Raymond Evenor Lawler  (born 23 May 1921) is an Australian actor, dramatist, and theatre producer and director. His most notable play was his tenth, Summer of the Seventeenth Doll (1953), which had its premiere in Melbourne in 1955. The play changed the direction of Australian drama. The story of The Doll is preceded by Kid Stakes, set in 1937, when the characters of The Doll are young adults, and then Other Times, which is set in 1945 and includes most of the same characters.

Early life 
Lawler was born in the Melbourne suburb of Footscray on 23 May 1921, second of eight children of a council worker. He left school at 13 to work in a factory and attended evening acting classes. He wrote his first play at 19, and his play Hal's Belles had good notices in early 1946. It was described as "...easy to stage and is a slick, finished work", then being offered by J. and N. Tait in London and New York.

Career 
He first attracted attention as a writer in 1952 when his play Cradle of Thunder was presented by the National Theatre Competition. In 1955, Summer of the Seventeenth Doll gained first prize in the Playwright Advisory Board Competition with Oriel Gray’s The Torrents and was subsequently presented by the Union Theatre. Lawler played the role of Barney at the premiere of Summer of the Seventeenth Doll in 1955. The play was taken up by the Australian Elizabethan Theatre Trust and presented in all Australian states as well as London and New York.

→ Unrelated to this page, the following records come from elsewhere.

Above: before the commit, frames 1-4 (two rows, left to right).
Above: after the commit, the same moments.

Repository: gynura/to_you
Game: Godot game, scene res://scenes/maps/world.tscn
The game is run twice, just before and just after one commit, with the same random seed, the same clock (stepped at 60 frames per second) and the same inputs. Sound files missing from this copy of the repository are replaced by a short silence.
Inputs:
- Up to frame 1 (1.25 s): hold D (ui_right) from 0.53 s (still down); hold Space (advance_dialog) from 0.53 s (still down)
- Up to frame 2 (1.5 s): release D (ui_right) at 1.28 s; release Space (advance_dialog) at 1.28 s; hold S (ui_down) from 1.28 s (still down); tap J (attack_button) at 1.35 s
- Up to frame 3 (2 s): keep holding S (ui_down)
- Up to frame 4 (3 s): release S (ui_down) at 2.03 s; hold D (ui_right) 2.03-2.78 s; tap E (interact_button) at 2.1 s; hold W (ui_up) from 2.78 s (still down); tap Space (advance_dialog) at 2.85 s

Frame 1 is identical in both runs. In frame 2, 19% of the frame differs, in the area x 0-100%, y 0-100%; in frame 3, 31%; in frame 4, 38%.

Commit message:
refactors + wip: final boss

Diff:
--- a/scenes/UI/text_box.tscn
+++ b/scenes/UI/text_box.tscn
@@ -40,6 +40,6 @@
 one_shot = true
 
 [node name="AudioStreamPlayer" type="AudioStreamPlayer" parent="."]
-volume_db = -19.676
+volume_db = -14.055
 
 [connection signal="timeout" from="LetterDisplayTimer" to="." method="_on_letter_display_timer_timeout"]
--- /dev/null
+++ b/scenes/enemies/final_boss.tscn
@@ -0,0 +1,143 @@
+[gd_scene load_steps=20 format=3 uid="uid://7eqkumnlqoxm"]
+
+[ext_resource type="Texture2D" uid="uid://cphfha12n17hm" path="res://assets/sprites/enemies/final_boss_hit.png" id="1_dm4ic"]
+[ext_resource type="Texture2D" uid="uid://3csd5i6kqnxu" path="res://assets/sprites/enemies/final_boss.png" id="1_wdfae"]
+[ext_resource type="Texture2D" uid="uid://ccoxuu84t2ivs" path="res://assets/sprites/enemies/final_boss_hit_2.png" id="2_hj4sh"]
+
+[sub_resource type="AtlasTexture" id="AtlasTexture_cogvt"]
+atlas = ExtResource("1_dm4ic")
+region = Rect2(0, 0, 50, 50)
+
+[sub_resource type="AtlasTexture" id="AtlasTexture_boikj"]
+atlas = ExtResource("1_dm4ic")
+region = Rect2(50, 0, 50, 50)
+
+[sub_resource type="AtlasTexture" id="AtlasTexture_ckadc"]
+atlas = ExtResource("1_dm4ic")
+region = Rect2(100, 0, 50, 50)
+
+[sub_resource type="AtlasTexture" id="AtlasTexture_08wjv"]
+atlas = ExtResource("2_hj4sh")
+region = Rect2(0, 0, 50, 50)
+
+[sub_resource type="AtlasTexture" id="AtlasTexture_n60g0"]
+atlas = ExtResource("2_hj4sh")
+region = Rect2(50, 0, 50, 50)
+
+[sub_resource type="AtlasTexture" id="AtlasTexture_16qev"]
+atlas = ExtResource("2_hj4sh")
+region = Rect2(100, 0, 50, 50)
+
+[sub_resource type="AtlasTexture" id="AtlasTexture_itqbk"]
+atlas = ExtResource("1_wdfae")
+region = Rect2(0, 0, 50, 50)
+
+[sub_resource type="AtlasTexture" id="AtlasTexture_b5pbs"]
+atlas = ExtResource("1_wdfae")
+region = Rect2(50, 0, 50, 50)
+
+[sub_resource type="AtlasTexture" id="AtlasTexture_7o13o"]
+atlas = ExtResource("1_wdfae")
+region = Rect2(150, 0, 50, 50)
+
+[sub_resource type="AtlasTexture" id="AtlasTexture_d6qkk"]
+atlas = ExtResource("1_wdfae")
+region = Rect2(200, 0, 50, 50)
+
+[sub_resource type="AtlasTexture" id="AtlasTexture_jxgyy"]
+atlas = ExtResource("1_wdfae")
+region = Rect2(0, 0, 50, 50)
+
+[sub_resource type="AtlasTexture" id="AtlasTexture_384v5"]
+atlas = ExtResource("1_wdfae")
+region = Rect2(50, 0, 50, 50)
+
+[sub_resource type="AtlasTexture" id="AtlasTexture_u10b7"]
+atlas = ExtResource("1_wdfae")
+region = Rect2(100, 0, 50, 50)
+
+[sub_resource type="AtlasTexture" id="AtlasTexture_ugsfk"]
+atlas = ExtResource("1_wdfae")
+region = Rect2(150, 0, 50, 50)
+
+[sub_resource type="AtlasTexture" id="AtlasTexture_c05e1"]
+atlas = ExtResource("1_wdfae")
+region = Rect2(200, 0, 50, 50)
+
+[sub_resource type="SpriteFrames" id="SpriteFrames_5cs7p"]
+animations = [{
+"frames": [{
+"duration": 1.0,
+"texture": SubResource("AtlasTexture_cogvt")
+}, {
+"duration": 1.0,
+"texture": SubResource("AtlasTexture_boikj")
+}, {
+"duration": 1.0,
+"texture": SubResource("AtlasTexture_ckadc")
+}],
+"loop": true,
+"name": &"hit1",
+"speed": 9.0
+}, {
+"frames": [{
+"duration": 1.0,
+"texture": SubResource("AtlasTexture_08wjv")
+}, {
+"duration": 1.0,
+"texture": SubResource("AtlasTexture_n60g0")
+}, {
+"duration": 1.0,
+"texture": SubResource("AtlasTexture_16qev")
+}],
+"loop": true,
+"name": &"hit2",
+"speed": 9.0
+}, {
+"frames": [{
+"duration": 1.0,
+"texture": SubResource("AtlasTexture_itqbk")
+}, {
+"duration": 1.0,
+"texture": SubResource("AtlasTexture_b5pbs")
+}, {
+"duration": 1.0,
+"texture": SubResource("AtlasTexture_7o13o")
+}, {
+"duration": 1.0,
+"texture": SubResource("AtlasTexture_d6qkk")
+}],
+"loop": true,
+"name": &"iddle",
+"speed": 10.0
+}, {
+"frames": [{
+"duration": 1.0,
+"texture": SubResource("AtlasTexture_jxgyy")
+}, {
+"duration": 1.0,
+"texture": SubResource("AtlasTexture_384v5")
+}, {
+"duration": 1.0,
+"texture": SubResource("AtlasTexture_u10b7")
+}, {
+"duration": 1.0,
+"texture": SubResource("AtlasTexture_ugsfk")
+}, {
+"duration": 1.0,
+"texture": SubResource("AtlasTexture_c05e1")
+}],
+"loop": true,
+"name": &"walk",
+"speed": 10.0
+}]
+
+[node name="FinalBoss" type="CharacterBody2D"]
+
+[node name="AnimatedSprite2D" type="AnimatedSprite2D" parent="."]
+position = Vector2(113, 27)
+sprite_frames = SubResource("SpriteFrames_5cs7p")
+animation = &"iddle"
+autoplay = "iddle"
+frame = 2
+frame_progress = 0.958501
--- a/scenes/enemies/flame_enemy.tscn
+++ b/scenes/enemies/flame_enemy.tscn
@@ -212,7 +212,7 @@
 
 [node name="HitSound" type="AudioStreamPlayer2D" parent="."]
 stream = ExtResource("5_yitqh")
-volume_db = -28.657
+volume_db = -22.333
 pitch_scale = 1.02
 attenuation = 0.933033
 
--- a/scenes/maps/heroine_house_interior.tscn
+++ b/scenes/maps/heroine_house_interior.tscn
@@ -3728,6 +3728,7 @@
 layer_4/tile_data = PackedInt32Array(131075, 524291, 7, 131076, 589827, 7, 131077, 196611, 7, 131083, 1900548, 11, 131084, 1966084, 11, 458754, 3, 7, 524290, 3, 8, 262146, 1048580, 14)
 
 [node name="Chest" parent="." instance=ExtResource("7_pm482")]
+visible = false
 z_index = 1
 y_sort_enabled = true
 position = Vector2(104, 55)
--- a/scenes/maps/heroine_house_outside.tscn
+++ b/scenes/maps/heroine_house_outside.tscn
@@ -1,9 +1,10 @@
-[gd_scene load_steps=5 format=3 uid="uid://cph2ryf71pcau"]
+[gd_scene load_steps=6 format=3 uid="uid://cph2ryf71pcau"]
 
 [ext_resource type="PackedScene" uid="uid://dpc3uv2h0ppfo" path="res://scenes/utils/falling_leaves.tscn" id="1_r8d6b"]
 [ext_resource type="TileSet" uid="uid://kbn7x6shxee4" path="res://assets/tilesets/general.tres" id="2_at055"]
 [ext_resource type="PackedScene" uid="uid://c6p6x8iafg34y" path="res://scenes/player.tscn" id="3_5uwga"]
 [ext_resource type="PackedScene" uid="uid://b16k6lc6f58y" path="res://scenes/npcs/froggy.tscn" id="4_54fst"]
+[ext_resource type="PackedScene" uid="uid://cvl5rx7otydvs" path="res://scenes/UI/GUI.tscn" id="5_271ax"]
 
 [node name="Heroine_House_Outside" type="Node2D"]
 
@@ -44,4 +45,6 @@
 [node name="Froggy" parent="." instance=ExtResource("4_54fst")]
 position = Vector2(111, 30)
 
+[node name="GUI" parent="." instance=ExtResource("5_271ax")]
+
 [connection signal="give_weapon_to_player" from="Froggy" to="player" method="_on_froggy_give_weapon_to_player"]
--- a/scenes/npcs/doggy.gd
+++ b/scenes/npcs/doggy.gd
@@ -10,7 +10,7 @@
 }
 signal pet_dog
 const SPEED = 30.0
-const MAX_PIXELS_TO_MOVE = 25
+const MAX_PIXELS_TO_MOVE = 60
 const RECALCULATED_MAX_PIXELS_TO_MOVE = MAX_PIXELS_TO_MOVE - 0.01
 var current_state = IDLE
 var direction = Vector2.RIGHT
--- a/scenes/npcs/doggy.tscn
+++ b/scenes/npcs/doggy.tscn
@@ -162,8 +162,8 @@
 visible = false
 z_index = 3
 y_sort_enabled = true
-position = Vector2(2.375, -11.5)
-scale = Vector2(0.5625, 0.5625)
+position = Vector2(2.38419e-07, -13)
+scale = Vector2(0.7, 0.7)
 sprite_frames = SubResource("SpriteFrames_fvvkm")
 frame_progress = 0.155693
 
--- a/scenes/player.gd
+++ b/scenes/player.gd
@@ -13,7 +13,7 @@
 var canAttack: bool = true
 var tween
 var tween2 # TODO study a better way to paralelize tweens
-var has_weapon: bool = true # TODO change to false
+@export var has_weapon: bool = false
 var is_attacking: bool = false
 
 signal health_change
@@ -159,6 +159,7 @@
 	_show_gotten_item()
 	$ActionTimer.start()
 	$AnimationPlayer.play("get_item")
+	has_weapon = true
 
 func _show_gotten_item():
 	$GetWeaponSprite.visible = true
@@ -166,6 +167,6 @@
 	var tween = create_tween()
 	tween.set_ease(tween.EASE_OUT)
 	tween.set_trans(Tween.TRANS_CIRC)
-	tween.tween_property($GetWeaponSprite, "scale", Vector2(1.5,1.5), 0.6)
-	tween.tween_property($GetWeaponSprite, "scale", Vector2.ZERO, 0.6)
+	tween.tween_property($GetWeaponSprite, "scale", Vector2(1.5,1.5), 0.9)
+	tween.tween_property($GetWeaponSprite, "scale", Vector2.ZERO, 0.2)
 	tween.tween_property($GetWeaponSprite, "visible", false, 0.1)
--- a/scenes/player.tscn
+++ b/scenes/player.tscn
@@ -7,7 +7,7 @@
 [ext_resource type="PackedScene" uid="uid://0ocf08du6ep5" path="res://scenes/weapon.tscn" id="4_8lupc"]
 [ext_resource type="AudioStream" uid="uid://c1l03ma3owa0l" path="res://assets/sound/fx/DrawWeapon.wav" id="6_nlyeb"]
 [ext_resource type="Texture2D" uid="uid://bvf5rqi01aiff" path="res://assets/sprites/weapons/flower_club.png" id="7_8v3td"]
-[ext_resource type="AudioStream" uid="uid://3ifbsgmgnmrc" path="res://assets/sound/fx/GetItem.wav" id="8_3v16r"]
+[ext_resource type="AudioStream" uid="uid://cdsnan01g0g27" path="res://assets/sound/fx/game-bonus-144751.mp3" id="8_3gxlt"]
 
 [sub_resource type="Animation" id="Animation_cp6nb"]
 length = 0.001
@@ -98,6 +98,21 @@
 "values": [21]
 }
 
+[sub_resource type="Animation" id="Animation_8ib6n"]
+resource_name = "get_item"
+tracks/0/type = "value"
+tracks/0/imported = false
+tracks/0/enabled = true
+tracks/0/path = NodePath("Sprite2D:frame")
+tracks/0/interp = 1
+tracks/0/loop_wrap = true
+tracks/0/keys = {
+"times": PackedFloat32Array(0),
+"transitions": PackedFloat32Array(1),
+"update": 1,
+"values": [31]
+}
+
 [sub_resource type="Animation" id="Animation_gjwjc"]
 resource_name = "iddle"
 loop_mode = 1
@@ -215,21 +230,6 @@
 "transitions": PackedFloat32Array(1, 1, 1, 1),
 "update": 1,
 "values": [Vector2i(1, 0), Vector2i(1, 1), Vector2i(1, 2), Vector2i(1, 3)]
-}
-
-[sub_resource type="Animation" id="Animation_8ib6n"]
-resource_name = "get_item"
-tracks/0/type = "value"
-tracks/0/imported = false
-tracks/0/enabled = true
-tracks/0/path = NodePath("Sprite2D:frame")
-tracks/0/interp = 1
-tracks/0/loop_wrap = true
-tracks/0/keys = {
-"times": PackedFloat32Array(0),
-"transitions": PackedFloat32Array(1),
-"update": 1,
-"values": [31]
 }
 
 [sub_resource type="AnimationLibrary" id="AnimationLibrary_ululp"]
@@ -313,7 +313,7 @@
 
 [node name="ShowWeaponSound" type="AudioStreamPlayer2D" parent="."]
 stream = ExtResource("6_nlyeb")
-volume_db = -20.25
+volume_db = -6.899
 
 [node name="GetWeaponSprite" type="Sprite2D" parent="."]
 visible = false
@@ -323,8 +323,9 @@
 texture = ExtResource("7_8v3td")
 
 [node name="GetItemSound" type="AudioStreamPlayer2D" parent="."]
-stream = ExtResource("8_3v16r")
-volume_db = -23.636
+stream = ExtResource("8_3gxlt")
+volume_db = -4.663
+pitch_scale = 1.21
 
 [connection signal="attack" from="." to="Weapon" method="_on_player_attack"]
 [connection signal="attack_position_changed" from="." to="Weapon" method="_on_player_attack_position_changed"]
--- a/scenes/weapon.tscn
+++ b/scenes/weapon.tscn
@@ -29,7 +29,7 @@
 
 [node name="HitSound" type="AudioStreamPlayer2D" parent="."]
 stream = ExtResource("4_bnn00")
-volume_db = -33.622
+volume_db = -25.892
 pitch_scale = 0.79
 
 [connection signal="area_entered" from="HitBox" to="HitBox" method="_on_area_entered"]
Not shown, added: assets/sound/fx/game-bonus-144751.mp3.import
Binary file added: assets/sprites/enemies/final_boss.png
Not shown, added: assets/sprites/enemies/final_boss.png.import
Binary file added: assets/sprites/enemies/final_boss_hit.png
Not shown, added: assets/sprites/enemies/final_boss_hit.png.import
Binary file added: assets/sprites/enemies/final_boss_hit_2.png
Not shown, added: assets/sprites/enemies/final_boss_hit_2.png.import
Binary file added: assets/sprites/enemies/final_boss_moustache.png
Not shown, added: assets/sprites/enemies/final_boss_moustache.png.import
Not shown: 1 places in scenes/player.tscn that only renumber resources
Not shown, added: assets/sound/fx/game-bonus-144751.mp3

It won the Evening Standard Award for the best new play on the London stage in 1957. Since then it has been translated into many languages and performed in many countries.

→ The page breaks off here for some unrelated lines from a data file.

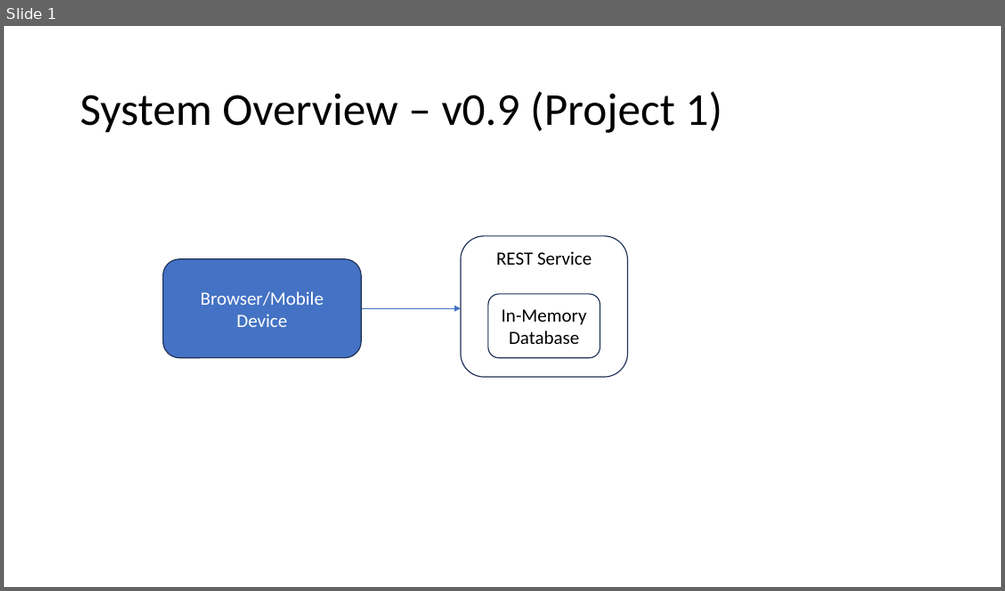
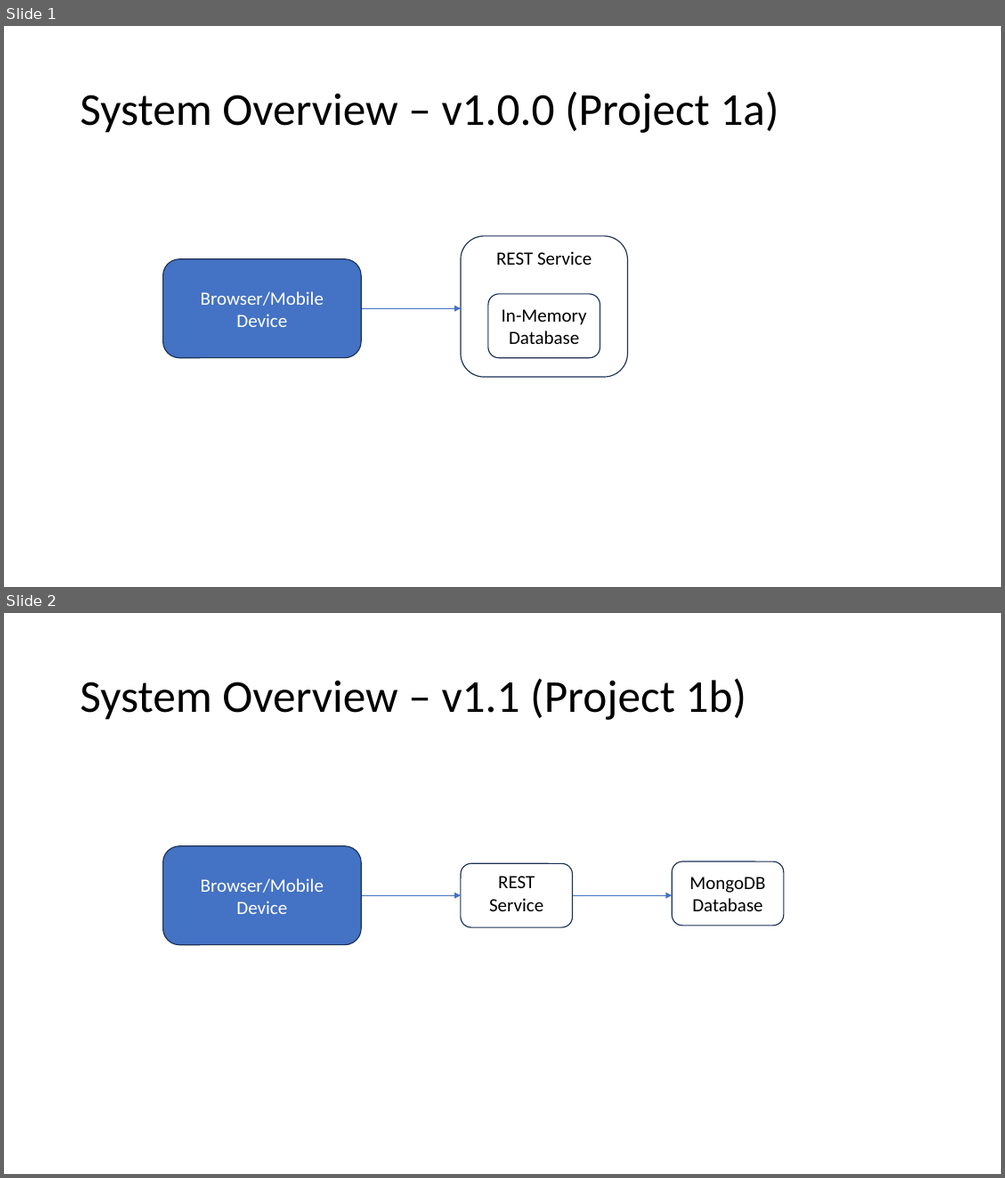
Before and after one commit to johnmramirez/Restaurant_Review_Backend_System, a slide deck: Restaurant_Review_System_Overview.pptx. Shown one above the other, each under a label of ours: slide 1 before the commit, slides 1 and 2 after it. The pictures are 1005x591 and 1005x1178 pixels, drawn with LibreOffice and Linux fonts; fonts in the diff are those of the drawing. Boxes give left, top, right and bottom in pixels: in the first picture for what was removed or moved away, otherwise in the second. Text is boxed around its words. In the diff, an @@ line names an element or a change of style, - is before the commit and + after.

Commit message:
Added project1a, project1b description to README. Updated system overview pptx

```diff
--- a/Restaurant_Review_System_Overview.pptx
+++ b/Restaurant_Review_System_Overview.pptx
@@ slide 2 added at [4,613,1001,1174], background #FFFFFF @@
@@ title added at [80,678,747,720], 44 pt, text #000000 @@
+System Overview – v1.1 (Project 1b)
@@ rounded rectangle added at [163,846,362,945], fill #4472C4, outline #1E3256 1 pt, 18 pt, text #FFFFFF @@
+Browser/Mobile
+Device
@@ rounded rectangle added at [461,863,573,927], fill #FFFFFF, outline #1E3256 1 pt, 18 pt, text #000000 @@
+REST Service
@@ rounded rectangle added at [672,861,784,925], fill #FFFFFF, outline #1E3256 1 pt, 18 pt, text #000000 @@
+MongoDB
+Database
@@ arrow added from (362, 896) to (461, 896), #4472C4 0.5 pt @@
@@ arrow added from (573, 896) to (672, 896), #4472C4 0.5 pt @@
@@ slide 1 changed as well @@
@@ title at [80,91,779,133]: text changed @@
-System Overview – v0.9 (Project 1)
+System Overview – v1.0.0 (Project 1a)
```
Also in this commit, not shown: 1 other slide changed, 1 other file.

Lawler went to London with the cast and lived in Denmark, England, and then in Ireland. Summer of the Seventeenth Doll was followed by The Piccadilly Bushman (1959), presented in Australia by J. C. Williamson’s and published by Angus & Robertson (1961); The Unshaven Cheek, presented at the 1963 Edinburgh International Festival; and A Breach in the Wall, about St Thomas Becket (televised in 1967, produced at Canterbury in 1970).

In 1969, he adapted and dramatised the short story "Before the Party" by Somerset Maugham, for a television series, which was produced by Verity Lambert. A second 13-part series was aired in 1970.

In 1972, he visited Australia for the Melbourne Theatre Company’s production of The Man Who Shot the Albatross, a version of the Governor Bligh story.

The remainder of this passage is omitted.